The phytase of choice in terms of catalytic properties

Based solely on considerations of k cat and/or k cat/K m values, Ullah et al. (2000) concluded that A. fumigatus phytase is inferior to A. niger phytase, and "that the benchmark phytase produced by Aspergillus ficuum (niger) is still the enzyme of choice from a catalytic standpoint". Even if specific activity, k cat and/or k cat/K m values were the only catalytic properties to be considered, this statement would not be valid: specific activities of 140–200, ≥800 and 400–1,200 U (mg protein)−1 have been reported for A. terreus phytases, Escherichia coli phytase and different basidiomycete phytases, respectively, at pH values of 5.0–5.5, in comparison to only approximately 100 U (mg protein)−1 for A. niger NRRL 3135 phytase (Greiner et al. 1993; Wyss et al. 1999b; Lassen et al. 2001).

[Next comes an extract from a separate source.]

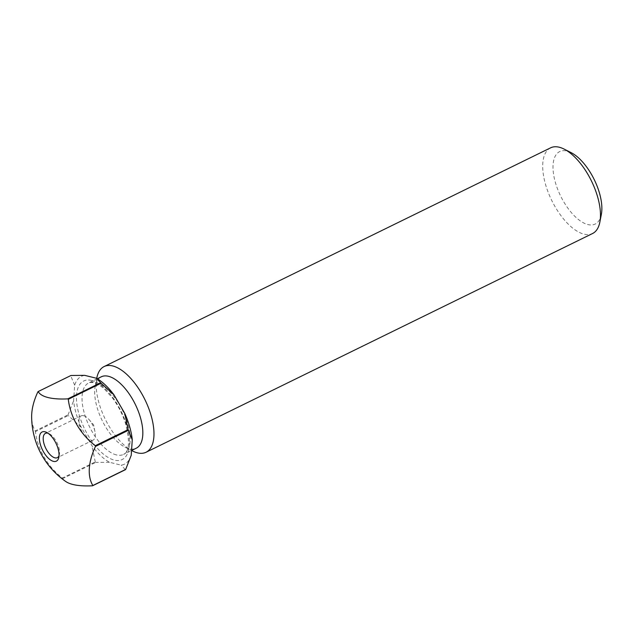 <?xml version="1.0" encoding="UTF-8"?>
<svg xmlns="http://www.w3.org/2000/svg" width="633" height="633" viewBox="0 0 633 633"><rect width="100%" height="100%" fill="white"/><g stroke="black" fill="none" stroke-linecap="round" stroke-linejoin="round"><path stroke-width="0.47" stroke-dasharray="3.17 2.37" d="M83.619 415.691A13.515 6.267 -116.1 0 0 81.182 415.865A13.515 6.267 -116.1 0 0 80.502 428.478A13.515 6.267 -116.1 0 0 90.638 440.323A13.515 6.267 -116.1 0 0 93.075 440.141A13.515 6.267 -116.1 0 0 94.95 431.579A13.515 6.267 -116.1 0 0 89.103 419.639A13.515 6.267 -116.1 0 0 83.619 415.691M601.35 214.389A40.354 18.705 63.9 0 1 587.907 224.573A40.354 18.705 63.9 0 1 555.355 182.375A40.354 18.705 63.9 0 1 566.962 151.058A40.354 18.705 63.9 0 1 571.093 152.624M550.599 147.837A47.704 22.115 -116.1 0 0 548.202 192.353A47.704 22.115 -116.1 0 0 583.958 234.139A47.704 22.115 -116.1 0 0 592.567 233.522M101.272 376.809A39.752 18.428 -116.1 0 0 95.195 386.328A39.752 18.428 -116.1 0 0 125.01 447.175A39.752 18.428 -116.1 0 0 129.077 448.726A39.752 18.428 -116.1 0 0 136.245 448.211M35.242 430.915A54.857 25.431 -116.1 0 0 35.337 431.271A54.857 25.431 -116.1 0 0 35.44 431.627L68.277 415.541A54.857 25.431 -116.1 0 1 68.079 414.829L35.242 430.915A63.609 35.306 -46.5 0 1 31.65 416.743M62.445 478.026A54.857 25.431 -116.1 0 0 62.92 478.469L95.749 462.391A54.857 25.431 -116.1 0 1 95.282 461.94L62.445 478.026A63.609 55.696 -134.5 0 1 35.44 431.627M65.785 481.523A63.609 20.391 164.1 0 1 62.92 478.469M131.221 455.301A48.899 22.669 63.9 0 1 121.196 465.16L109.446 462.264A48.899 22.669 63.9 0 1 91.872 445.608L81.174 427.228A48.899 22.669 63.9 0 1 73.618 400.705L74.67 385.212A48.899 22.669 63.9 0 1 84.687 375.353M70.991 375.472A54.857 25.431 -116.1 0 0 70.722 375.741L37.893 391.819M74.67 385.212L70.722 375.741M68.079 414.829L73.618 400.705M81.174 427.228L68.277 415.541M95.282 461.94L91.872 445.608M109.446 462.264L95.749 462.391M125.405 469.694L121.196 465.16M96.809 377.988A47.704 22.115 -116.1 0 0 132.582 451.012M59.035 455.665A13.515 6.267 -116.1 0 0 59.391 454.423A13.515 6.267 -116.1 0 0 49.255 433.732A13.515 6.267 -116.1 0 0 48.053 433.249M116.425 454.921A39.752 18.428 63.9 0 1 86.626 420.106A39.752 18.428 63.9 0 1 88.62 383.005A39.752 18.428 63.9 0 1 95.789 382.49A39.752 18.428 63.9 0 1 125.595 417.313A39.752 18.428 63.9 0 1 123.593 454.407A39.752 18.428 63.9 0 1 116.425 454.921M91.595 380.425A43.732 20.272 -116.1 0 0 79.014 414.362A43.732 20.272 -116.1 0 0 114.288 460.096A43.732 20.272 -116.1 0 0 126.877 426.151A43.732 20.272 -116.1 0 0 91.595 380.425M81.182 415.865L45.434 433.376M97.308 378.756L88.62 383.005C89.506 382.356 91.239 382.269 93.811 382.736C96.904 383.463 100.465 385.584 104.485 389.097L112.46 397.928C117.944 405.318 122.201 413.507 125.223 422.488C129.994 440.845 129.448 451.487 123.593 454.407L131.545 450.514M125.01 447.175L131.577 450.498M95.195 386.328L96.73 378.415M49.255 433.732L46.668 432.418M59.391 454.423L58.845 457.263M94.95 431.579L93.589 424.838L89.103 419.639M93.075 440.141L57.326 457.659"/><path stroke-width="0.95" d="M48.053 433.249A13.515 6.267 -116.1 0 0 47.879 433.201A13.515 6.267 -116.1 0 0 45.434 433.376A13.515 6.267 -116.1 0 0 44.761 445.996A13.515 6.267 -116.1 0 0 54.889 457.833A13.515 6.267 -116.1 0 0 57.326 457.659A13.515 6.267 -116.1 0 0 59.035 455.665M53.433 461.362A16.229 7.525 63.9 0 1 40.338 444.39A16.229 7.525 63.9 0 1 45.014 431.793A16.229 7.525 63.9 0 1 46.668 432.418A16.229 7.525 63.9 0 1 58.101 448.765A16.229 7.525 63.9 0 1 58.845 457.263A16.229 7.525 63.9 0 1 53.433 461.362M564.082 149.079L571.093 152.624A40.354 18.705 63.9 0 1 601.35 214.389L599.855 222.096A47.704 22.115 -116.1 0 0 564.082 149.079A47.704 22.115 -116.1 0 0 559.2 147.22A47.704 22.115 -116.1 0 0 550.599 147.837L104.097 366.57A47.704 22.115 -116.1 0 0 96.809 377.988L96.73 378.415M131.577 450.498L132.582 451.012A47.704 22.115 -116.1 0 0 137.464 452.864A47.704 22.115 -116.1 0 0 146.073 452.247L592.567 233.522A47.704 22.115 -116.1 0 0 599.855 222.096M131.545 450.514L136.245 448.211A39.752 18.428 -116.1 0 0 138.247 411.11A39.752 18.428 -116.1 0 0 108.441 376.295A39.752 18.428 -116.1 0 0 101.272 376.809L97.308 378.756M146.073 452.247A47.704 22.115 -116.1 0 0 148.47 407.731A47.704 22.115 -116.1 0 0 112.706 365.953A47.704 22.115 -116.1 0 0 104.097 366.57M95.488 446.423A54.857 25.431 -116.1 0 0 95.385 446.067A54.857 25.431 -116.1 0 0 95.282 445.711L128.119 429.625A54.857 25.431 -116.1 0 1 128.325 430.337L95.488 446.423A63.609 35.306 133.5 0 0 92.837 485.511L125.674 469.425A54.857 25.431 -116.1 0 1 125.405 469.694L92.568 485.78A63.609 20.391 164.1 0 1 65.785 481.523A79.505 79.505 0 0 1 31.65 416.743A63.609 35.306 -46.5 0 1 37.893 391.819A54.857 25.431 -116.1 0 1 38.162 391.558A63.609 20.391 -15.9 0 0 67.81 398.861L100.647 382.775A54.857 25.431 -116.1 0 1 101.114 383.226L68.285 399.312A63.609 55.696 45.5 0 0 95.282 445.711M68.285 399.312A54.857 25.431 -116.1 0 0 67.81 398.861M38.162 391.558L70.991 375.472L84.687 375.353L96.438 378.249A48.899 22.669 63.9 0 1 114.011 394.905L124.709 413.294A48.899 22.669 63.9 0 1 132.265 439.816L131.221 455.301L125.674 469.425M96.438 378.249L100.647 382.775M101.114 383.226L114.011 394.905M128.325 430.337L132.265 439.816M124.709 413.294L128.119 429.625"/></g></svg>

If other catalytic parameters were not important, one would, under practical conditions and at the same unit inclusion level, expect an identical performance of different phytases. This is, however, not the case. In in vitro experiments on phosphate liberation from animal feed samples, A. fumigatus phytase was significantly more potent than A. niger phytase (Wyss et al. 1999b). Similarly, in pig feeding experiments, A. fumigatus phytase caused a larger increase in plasma phosphate concentration and a larger decrease in fecal phosphorus excretion than A. niger phytase (Simões Nunes and Guggenbuhl, 1998; and data not shown; however, the differences were not statistically significant in these experiments). Finally, in whole-wheat flour during bread baking, A. fumigatus phytase (from strain SRRC 322) was more powerful than A. niger or E. coli phytase in degrading phytic acid and in increasing iron availability (Porres et al. 2001). Therefore, the broader substrate specificity (Fig. 3) and the more favourable pH-activity profile of A. fumigatus phytase (Fig. 2) seem to allow more complete degradation of phytic acid. In summary, at the same unit inclusion level, A. fumigatus phytase is the most powerful wild-type ascomycete phytase known to date.

Admittedly, the specific activity of A. fumigatus phytase is rather low, which limits its commercial feasibility. However, given its other favourable catalytic properties and its superior thermotolerance, A. fumigatus phytase seems to be an ideal starting point for enzyme engineering. In fact, an increase in specific activity of up to 7-fold has recently been achieved by replacement of the active site residue Gln-27 with several other amino acids (Tomschy et al. 2000).